I looked at this boat today, it's on the hard now, and was open at their open house. The deck is terrible, such a shame but it's solid enough. But wow is the interior gorgeous, especially compared to the Hunter 31 and 33 right next to it. I do not like the tiny forward head but otherwise it's so nice compared to the new boats. One thing is for sure, there is no way it's worth $47,000 as it sits. If it had shiny gelcoat and a good engine, maybe. Rigging is rigging and can be replaced.


----------



## eMKay (Aug 18, 2007)

Oh, one other thing, did you open the electrical panel? YOIKES!!! What a rats nest! That thing needs to be completely rewired, like NOW!


----------



## pegasus1457 (Apr 14, 2002)

sailingfool said:


> No way, the deck is a near fatal flaw...you can't sand down non-skid, whoever fixes the deck will need to replace the non-skid. I would hazard a gues of $6-8K to properly fix the deck.


Not necessarily -- on the C&C owner's list a recent post showed a very nice roll-on epoxy non-skid. The result was fantastic looking. However, the prep work is time consuming: remove all deck-mounted hardware, mask carefully, then roll it on. The cost for materials was modest -- a few hundred US$ if I remember correctly.

You can follow the thread on the C&C list here:

The CnC-List September 2008 Archive by thread

(look for non-skid in the subject line)

Photos of the C&C job:
Picasa Web Albums - Brian - Painting C&C 27
Company web site:
Anti-skid Boat Decks from Pachena LLC - KiwiGrip anti-slip deck coating

Disclaimer: I have no connection with the product


----------



## TxLnghrn (Apr 22, 2008)

Delirious,
I'd pass on this one if I were you unless the owner was ready to make big concessions. I got my 31-2 this last spring for 35k without the above mentioned problems. They are a great boat to sail though  
Michael


----------



## Delirious (Dec 16, 2001)

I solved the deck problem. Just had my bid accepted on a 1987 P31-2 in Annapolis. 

Outside is crisp, but the inside has a few cosmetic "issues". Most folks would at least cover the cushions when doing epoxy work to a stantion base from the inside. Some forward thinking folks might even remove the cushions and tape the cabinet openings around the work area. But nooooooo . . .

At least his rebedding worked and the deck tested solid & dry. I'll be spending the winter with Jabsco epoxy remover and then paint and varnish remover.

The surveyor actually liked it better than I did so we are moving ahead. New fully-battened sails and the ST4000+ auto-helm are a big plus, too.

eMKay - yes, I did notice that rat's nest. Loose wires with untaped & exposed connectors, general disarray, breakers doing multiple circuits . . . I've got this policy about not dying in my sleep from smoke inhalation or burning up in general. ;-)

The epoxy anchored antenna wire-to-vent line was a neat innovation, too.










ABYC will probably be calling for that as standard in the near future.

Other quality features such as the CD changer attached with screws that extended 1" into the hanging locker. 

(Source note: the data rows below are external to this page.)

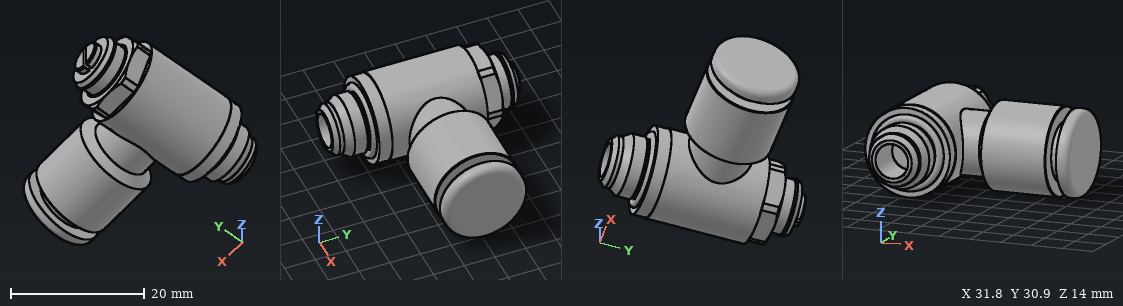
import cadquery as cq
import math


bottom_y = -15.85
tip_chamfer_y = -15.0
tip_step_y = -14.3
thread_end_y = -12.95
thread_start_y = -10.88
collar_end_y = -9.83
body_end_y = -7.73
body_top_y = 7.8
hex_top_y = 10.7
washer_top_y = 10.78
cap_start_y = 12.75
cap_rim_y = 13.1
cap_top_y = 13.93
screw_top_y = 15.07

tip_diameter = 6.5
tip_step_diameter = 8.1
tip_root_diameter = 8.0
thread_diameter = 9.73
thread_neck_diameter = 9.0
collar_diameter = 13.8
body_diameter = 14.0
washer_diameter = 9.2
neck_diameter = 8.6
cap_diameter = 9.0
cap_top_diameter = 8.1
screw_diameter = 5.02
screw_chamfer = 0.22

seal_centre_radius = 5.2
seal_section_radius = 0.7
seal_centre_y = -9.8

hex_across_flats = 12.02
hex_corner_diameter = 13.3
hex_chamfer_height = 0.35
hex_chamfer_angle = 30

bore_diameter = 5.3
bore_depth = 6.35
slot_width = 0.57

shoulder_x = 9.57
socket_x = 10.72
socket_end_x = 21.15
socket_chamfer = 0.1
release_ring_x = 22.85
branch_end_x = 24.8
branch_diameter = 10.0
socket_diameter = 13.8
release_neck_diameter = 9.2
release_ring_diameter = 13.6
release_ring_round = 1.05


def turned_on_y(stations):
    """Revolve (diameter, y) stations about the Y axis."""
    points = [(diameter / 2, y) for diameter, y in stations]
    points = [(0, points[0][1])] + points + [(0, points[-1][1])]
    return cq.Workplane("XY").polyline(points).close().revolve(360, (0, 0, 0), (0, 1, 0))


def cylinder_on_x(diameter, start, end):
    return cq.Workplane("YZ").workplane(offset=start).circle(diameter / 2).extrude(end - start)


def make_threaded_end():
    entry_chamfer = (thread_diameter - thread_neck_diameter) / 2
    return turned_on_y([
        (tip_diameter, bottom_y),
        (tip_step_diameter, tip_chamfer_y),
        (tip_step_diameter, tip_step_y),
        (tip_root_diameter, tip_step_y),
        (thread_diameter, thread_end_y),
        (thread_diameter, thread_start_y),
        (thread_neck_diameter, thread_start_y + entry_chamfer),
        (thread_neck_diameter, body_end_y),
    ])


def make_seal():
    return (
        cq.Workplane("XY")
        .center(seal_centre_radius, seal_centre_y)
        .circle(seal_section_radius)
        .revolve(360, (-seal_centre_radius, 0, 0), (-seal_centre_radius, 1, 0))
    )


def make_body():
    return turned_on_y([
        (collar_diameter, collar_end_y),
        (collar_diameter, body_end_y),
        (body_diameter, body_end_y),
        (body_diameter, body_top_y),
    ])


def make_hexagon():
    """Hexagon with two flats facing +Z and -Z, trimmed to a chamfered cylinder."""
    corner_to_corner = hex_across_flats / math.cos(math.radians(30))
    prism = (
        cq.Workplane("XZ", origin=(0, body_top_y, 0))
        .polygon(6, corner_to_corner)
        .extrude(body_top_y - hex_top_y)
    )
    chamfer_width = hex_chamfer_height / math.tan(math.radians(hex_chamfer_angle))
    envelope = turned_on_y([
        (hex_corner_diameter, body_top_y),
        (hex_corner_diameter, hex_top_y - hex_chamfer_height),
        (hex_corner_diameter - 2 * chamfer_width, hex_top_y),
    ])
    return prism.intersect(envelope)


def make_cap():
    return turned_on_y([
        (washer_diameter, body_top_y),
        (washer_diameter, washer_top_y),
        (neck_diameter, washer_top_y),
        (neck_diameter, cap_start_y),
        (cap_diameter, cap_start_y),
        (cap_diameter, cap_rim_y),
        (cap_top_diameter, cap_top_y),
    ])


def make_screw():
    """Screw end with a slot along Z that reaches down to the cap."""
    screw = turned_on_y([
        (screw_diameter, cap_rim_y),
        (screw_diameter, screw_top_y - screw_chamfer),
        (screw_diameter - 2 * screw_chamfer, screw_top_y),
    ])
    slot_depth = screw_top_y - cap_top_y
    slot = cq.Workplane("XY").box(slot_width, slot_depth, screw_diameter)
    return screw.cut(slot.translate((0, (screw_top_y + cap_top_y) / 2, 0)))


def make_branch():
    stem = cylinder_on_x(branch_diameter, 0, shoulder_x)
    shoulder = (
        cq.Workplane("YZ")
        .workplane(offset=shoulder_x)
        .circle(branch_diameter / 2)
        .workplane(offset=socket_x - shoulder_x)
        .circle(socket_diameter / 2)
        .loft()
    )
    socket = cylinder_on_x(socket_diameter, socket_x, socket_end_x).faces(">X").chamfer(socket_chamfer)
    neck = cylinder_on_x(release_neck_diameter, socket_end_x, release_ring_x)
    ring = cylinder_on_x(release_ring_diameter, release_ring_x, branch_end_x)
    ring = ring.faces(">X").edges().fillet(release_ring_round)
    return stem.union(shoulder).union(socket).union(neck).union(ring)


bore = turned_on_y([
    (bore_diameter, bottom_y),
    (bore_diameter, bottom_y + bore_depth),
])

result = make_body()
for piece in (make_threaded_end(), make_seal(), make_hexagon(), make_cap(), make_screw(), make_branch()):
    result = result.union(piece)
result = result.cut(bore)

I guess that's why they call them "used" boats. In many cases ABused.


----------



## TxLnghrn (Apr 22, 2008)

Congratulations Charlie,
What hull number is she?
The p.o. on my boat did some creative home wiring also that I am still working through, I plan on rewiring parts of her this winter, all seems safe (and my surveyor agreed) just not the way I would have done it. Oh well, just another boat project.

"There is nothing -- absolutely nothing -- half so much worth doing as simply messing about in boats. In or out of 'em, it doesn't matter. Nothing seems really to matter, that's the charm of it. Whether you get away, or whether you don't; whether you arrive at your destination or whether you reach somewhere else, or whether you never get anywhere at all, you're always busy, and you never do anything in particular; and when you've done it there's always something else to do, and you can do it if you like, but you'd much better not." 

Michael


----------



## Delirious (Dec 16, 2001)

#80

Mole & River Rat - _Wind in the Willows_

Happily that wiring was from the one we ran screaming away from. This one was owned by a day-sailer and has minimal electronics (except a ST4000+ Autopilot). Not even an AM/FM radio. That actually worked out as a lot we had looked at had disfunctional electronics and there you have the old holes to disguise or adapt to.

Worst are the cut-outs for cockpit speakers. I have a pet peeve about external noise and would never have those myself. I want to hear the wind and the water, and in the slip the music of the halyard pings and dock creaks.


----------



## Shortman (Feb 12, 2006)

*A shorter version of a P-34*

It looks like my 85 P-34, just shorter, so if you like the layout etc, try looking at some P-34's. Great boat. There's not that many around but I would expect one in very good condition for 47K


----------



## Maine Sail (Jan 6, 2003)

*Keep looking!*

There are many boats on the market right now and the DIY stuff done to the original boat you looked at boat make me walk, just from looking at the decks, forget running my moisture meter over them.

Re-finishing those decks, not to mention the possible moisture mess under there, is a HUGE and expensive job. It appears he used a one part paint, though impossible to tell in photos, and went right over the molded in non skid. The proper repair is to sand off the molded non skid, fair it and then roll on a two part paint such as Awlgrip with a non skid component mixed in..

Do yourself a favor and spend the $200.00 on the CT33 moisture meter from Elecrophysics in Canada. It will help you identify which boats to look harder at and which ones to walk away from in the future.


----------



## Delirious (Dec 16, 2001)

Speaking of the 34 I know where there is a very interesting *1997* P-34 (I guess mk III?). The incomplete hull was stored from 1991 and in 1997 some work was done on it to finish the hull & interior, and just recently it was rigged and fitted outby the Bristol Yard. I think they're asking $65K or something like that. 20 hrs on the engine, new sails, new running & standing rigging, new cushions. No electronics.

A unique option.


----------